Re: Efficient run determination.
by PhiRatE (Monk) on Nov 14, 2002 at 21:23 UTC
    Its all about using the right language for the job.

    @res = p_process(' aaaa bbbbccccccccbbb aaaaabbbbbcddddddddddddd +ddddddd'); print Dumper(@res); use Inline C => <<'END_OF_C_CODE'; void p_process(char *s) { char prev = 'Q'; long count = 0; long pos = 0; long i=0; AV *array; Inline_Stack_Vars; Inline_Stack_Reset; while(*s != 0) { if (count==0) { pos = i; prev = *s; count = 1; } else if (prev == *s) { count++; } else { array = newAV(); av_push(array,newSVpvn(&prev,1)); av_push(array,newSViv(pos)); av_push(array,newSViv(count)); Inline_Stack_Push(newRV_inc(array)); pos=i; prev = *s; count=1; } i++; s++; } Inline_Stack_Done; } END_OF_C_CODE

    (Note, if you have a very long string, you should look at shifting things into a top-level array instead of onto the stack directly, since the stack might run out of room)

    This one doesn't handle char 0, since that is the C string termination character. A fairly trivial modification to using the SV as it comes in would fix that however.

      Well, I ran some benchmarks myself, basically because I wanted validation :) I like to think I'm not biased but that's probably untrue :)

      For 1000 iterations over the given test string, the time to complete is given in seconds. Some of the solutions provided were modified slightly so that they were contained in a function, and returned an AoA containing the results.

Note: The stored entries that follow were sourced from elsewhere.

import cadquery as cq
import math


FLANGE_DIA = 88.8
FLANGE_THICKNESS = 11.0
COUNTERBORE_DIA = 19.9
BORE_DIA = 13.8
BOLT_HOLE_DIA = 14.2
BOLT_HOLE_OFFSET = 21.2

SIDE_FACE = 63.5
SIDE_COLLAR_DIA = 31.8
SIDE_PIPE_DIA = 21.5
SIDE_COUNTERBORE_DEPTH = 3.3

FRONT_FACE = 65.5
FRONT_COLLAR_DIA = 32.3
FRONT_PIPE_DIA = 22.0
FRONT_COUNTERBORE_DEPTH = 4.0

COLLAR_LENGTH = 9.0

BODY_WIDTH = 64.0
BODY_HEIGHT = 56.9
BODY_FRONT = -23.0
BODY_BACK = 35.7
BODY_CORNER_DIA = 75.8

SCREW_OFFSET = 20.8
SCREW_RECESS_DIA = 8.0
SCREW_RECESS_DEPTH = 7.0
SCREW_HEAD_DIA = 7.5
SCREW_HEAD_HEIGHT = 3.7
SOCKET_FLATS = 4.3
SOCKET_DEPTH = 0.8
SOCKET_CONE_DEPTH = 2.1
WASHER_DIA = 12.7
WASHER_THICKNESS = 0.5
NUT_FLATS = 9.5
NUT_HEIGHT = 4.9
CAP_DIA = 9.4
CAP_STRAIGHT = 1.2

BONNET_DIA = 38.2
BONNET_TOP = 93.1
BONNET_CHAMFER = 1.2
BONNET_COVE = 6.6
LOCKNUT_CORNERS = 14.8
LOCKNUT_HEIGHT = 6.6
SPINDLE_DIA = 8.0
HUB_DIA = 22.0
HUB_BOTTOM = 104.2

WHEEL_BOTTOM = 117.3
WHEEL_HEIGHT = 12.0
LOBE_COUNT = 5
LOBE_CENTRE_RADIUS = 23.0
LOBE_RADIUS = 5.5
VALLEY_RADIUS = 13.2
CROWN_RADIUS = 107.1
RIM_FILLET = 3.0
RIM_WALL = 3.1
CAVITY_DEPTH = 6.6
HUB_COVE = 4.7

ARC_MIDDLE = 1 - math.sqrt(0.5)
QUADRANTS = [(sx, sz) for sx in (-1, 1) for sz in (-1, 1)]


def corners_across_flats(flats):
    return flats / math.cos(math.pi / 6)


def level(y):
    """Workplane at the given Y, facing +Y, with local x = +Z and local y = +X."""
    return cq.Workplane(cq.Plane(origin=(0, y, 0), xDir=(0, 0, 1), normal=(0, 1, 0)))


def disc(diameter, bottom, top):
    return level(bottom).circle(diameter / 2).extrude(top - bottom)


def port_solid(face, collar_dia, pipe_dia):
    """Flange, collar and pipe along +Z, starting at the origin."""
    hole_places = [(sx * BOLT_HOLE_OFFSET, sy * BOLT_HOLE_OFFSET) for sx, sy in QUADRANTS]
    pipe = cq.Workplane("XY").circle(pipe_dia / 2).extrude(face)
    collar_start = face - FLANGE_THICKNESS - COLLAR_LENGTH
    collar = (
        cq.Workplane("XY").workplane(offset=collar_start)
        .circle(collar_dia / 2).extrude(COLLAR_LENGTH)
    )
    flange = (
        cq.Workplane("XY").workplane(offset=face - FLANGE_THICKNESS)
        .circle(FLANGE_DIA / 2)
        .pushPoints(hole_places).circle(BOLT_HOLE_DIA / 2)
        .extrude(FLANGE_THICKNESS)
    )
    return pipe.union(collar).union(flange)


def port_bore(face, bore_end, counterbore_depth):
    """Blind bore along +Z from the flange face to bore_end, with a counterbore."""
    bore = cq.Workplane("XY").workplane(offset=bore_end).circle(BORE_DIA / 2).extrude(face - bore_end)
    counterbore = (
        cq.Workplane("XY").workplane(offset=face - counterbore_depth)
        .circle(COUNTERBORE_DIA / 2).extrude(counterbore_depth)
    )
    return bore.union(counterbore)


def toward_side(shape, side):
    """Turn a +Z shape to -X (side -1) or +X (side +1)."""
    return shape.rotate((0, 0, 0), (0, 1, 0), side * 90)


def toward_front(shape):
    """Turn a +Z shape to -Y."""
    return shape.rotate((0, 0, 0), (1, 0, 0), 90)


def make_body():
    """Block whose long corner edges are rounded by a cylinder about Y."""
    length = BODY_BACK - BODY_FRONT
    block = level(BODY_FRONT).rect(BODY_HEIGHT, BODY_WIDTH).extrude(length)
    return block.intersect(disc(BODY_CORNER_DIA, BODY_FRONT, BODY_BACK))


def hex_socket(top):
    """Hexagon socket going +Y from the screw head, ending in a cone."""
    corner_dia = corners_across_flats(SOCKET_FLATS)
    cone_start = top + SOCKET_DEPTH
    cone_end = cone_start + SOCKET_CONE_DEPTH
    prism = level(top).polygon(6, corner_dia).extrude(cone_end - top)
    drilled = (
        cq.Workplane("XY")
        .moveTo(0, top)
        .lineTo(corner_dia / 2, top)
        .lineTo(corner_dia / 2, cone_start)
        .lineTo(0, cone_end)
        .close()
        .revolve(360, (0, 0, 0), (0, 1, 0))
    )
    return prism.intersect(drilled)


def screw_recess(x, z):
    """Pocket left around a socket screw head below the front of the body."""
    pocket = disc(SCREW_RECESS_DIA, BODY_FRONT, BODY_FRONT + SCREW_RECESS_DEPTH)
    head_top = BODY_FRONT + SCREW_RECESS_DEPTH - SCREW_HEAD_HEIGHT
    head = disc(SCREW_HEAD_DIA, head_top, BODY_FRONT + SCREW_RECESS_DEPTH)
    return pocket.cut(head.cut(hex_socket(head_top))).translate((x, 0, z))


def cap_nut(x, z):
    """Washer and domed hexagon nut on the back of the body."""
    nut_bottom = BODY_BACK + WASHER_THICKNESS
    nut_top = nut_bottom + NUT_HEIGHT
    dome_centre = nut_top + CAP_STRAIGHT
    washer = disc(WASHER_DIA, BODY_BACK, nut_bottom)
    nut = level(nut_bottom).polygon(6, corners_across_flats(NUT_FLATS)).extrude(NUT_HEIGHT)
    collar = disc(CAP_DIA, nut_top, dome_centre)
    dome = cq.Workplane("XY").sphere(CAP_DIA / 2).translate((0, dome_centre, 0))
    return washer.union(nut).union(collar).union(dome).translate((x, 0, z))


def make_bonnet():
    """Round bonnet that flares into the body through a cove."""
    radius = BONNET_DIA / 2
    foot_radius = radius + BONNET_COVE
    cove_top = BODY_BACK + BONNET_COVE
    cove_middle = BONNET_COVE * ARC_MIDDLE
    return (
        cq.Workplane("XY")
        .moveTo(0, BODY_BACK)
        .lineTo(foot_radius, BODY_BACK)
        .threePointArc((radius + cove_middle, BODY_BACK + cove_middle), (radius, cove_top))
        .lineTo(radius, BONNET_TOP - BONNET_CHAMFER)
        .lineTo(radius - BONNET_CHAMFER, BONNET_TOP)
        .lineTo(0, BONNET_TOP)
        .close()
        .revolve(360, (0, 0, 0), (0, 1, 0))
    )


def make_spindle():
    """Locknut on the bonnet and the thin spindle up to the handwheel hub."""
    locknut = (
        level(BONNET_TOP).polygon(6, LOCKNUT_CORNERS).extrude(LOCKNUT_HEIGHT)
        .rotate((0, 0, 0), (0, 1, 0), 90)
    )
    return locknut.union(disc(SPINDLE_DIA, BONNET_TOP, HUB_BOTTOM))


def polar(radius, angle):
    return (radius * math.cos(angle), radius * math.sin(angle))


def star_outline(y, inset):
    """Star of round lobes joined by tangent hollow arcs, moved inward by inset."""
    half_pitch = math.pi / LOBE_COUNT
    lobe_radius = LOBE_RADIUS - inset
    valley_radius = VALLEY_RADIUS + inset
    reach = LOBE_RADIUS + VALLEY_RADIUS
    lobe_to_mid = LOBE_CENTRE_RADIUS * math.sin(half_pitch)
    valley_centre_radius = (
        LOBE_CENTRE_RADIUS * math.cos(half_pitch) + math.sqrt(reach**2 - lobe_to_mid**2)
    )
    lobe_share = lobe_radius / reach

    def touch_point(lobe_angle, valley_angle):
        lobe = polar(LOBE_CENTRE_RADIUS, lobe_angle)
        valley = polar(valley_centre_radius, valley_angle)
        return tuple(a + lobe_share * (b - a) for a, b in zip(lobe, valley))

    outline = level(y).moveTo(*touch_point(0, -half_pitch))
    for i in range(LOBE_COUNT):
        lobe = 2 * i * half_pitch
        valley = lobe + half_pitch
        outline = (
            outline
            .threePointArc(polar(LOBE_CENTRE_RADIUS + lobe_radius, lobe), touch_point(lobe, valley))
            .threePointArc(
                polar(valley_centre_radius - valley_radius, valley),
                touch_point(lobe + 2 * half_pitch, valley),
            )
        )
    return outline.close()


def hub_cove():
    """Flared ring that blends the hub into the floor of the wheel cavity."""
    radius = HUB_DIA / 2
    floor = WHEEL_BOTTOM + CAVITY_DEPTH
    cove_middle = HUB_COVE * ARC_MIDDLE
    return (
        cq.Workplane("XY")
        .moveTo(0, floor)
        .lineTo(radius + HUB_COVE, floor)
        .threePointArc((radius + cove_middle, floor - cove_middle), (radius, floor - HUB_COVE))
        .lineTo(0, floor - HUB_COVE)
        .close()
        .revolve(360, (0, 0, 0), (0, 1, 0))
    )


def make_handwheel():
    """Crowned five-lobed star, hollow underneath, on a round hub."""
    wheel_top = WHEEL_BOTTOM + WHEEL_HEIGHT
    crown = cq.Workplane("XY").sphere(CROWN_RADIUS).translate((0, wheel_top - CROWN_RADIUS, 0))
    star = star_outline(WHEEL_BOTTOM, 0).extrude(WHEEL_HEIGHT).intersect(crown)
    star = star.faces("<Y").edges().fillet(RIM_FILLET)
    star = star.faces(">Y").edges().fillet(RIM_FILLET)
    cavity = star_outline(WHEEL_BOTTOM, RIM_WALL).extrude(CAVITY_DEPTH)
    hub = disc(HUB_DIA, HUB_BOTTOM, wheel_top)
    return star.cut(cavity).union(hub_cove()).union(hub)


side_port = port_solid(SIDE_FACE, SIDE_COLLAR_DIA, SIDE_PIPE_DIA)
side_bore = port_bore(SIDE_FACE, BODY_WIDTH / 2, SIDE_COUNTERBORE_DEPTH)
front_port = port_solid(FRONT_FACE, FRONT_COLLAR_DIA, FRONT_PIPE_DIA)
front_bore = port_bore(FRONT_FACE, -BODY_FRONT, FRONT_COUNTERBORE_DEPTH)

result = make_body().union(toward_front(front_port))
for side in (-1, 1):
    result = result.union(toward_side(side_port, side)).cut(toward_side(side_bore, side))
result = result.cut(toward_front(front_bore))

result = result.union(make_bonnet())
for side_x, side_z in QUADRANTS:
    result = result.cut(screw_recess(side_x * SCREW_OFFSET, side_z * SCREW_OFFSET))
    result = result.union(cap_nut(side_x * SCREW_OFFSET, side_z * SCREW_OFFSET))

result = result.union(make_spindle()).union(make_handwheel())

      PhiRatE 1:  0.042767s
      Dingus 2:   0.083538s
      Dingus 1:   0.106047s
      TommyW 1:   0.117478s
      Enlil 2:    0.138005s
      Robartes 1: 0.217086s
      Rasta 1:    0.273936s
      

      The Inline C function I proposed is nearly twice as fast as the nearest all-perl competitor (Dingus' 2nd attempt). I must admit its not as much of an advantage as I had expected, but still clear. A run of 10000 each revealed almost exactly the same ratios.

      Please note that no attempt to validate the correctness of any of the entries was made.

      For further interest I did a test with a considerably longer string (1920 chars):

      PhiRatE:     2.238917s
      Dingus 1:    5.350828s
      Dingus 2:    5.474964s
      Enlil 2:     9.461141s
      TommyW 1:    8.870724s
      Robartes 1: 10.239816s
      Rasta 1:    19.996283s
      

      The inline method is even further ahead in this test. Interestingly Dingus 2, which had previously performed second-best, dropped to 3rd. Possibly due to the different nature of the data or some non O(1) operations within the calls made. Others held up variously against the increased length. The operation was fairly memory intensive but I ran all the competitors in various orders to ensure that it wasn't affecting anything.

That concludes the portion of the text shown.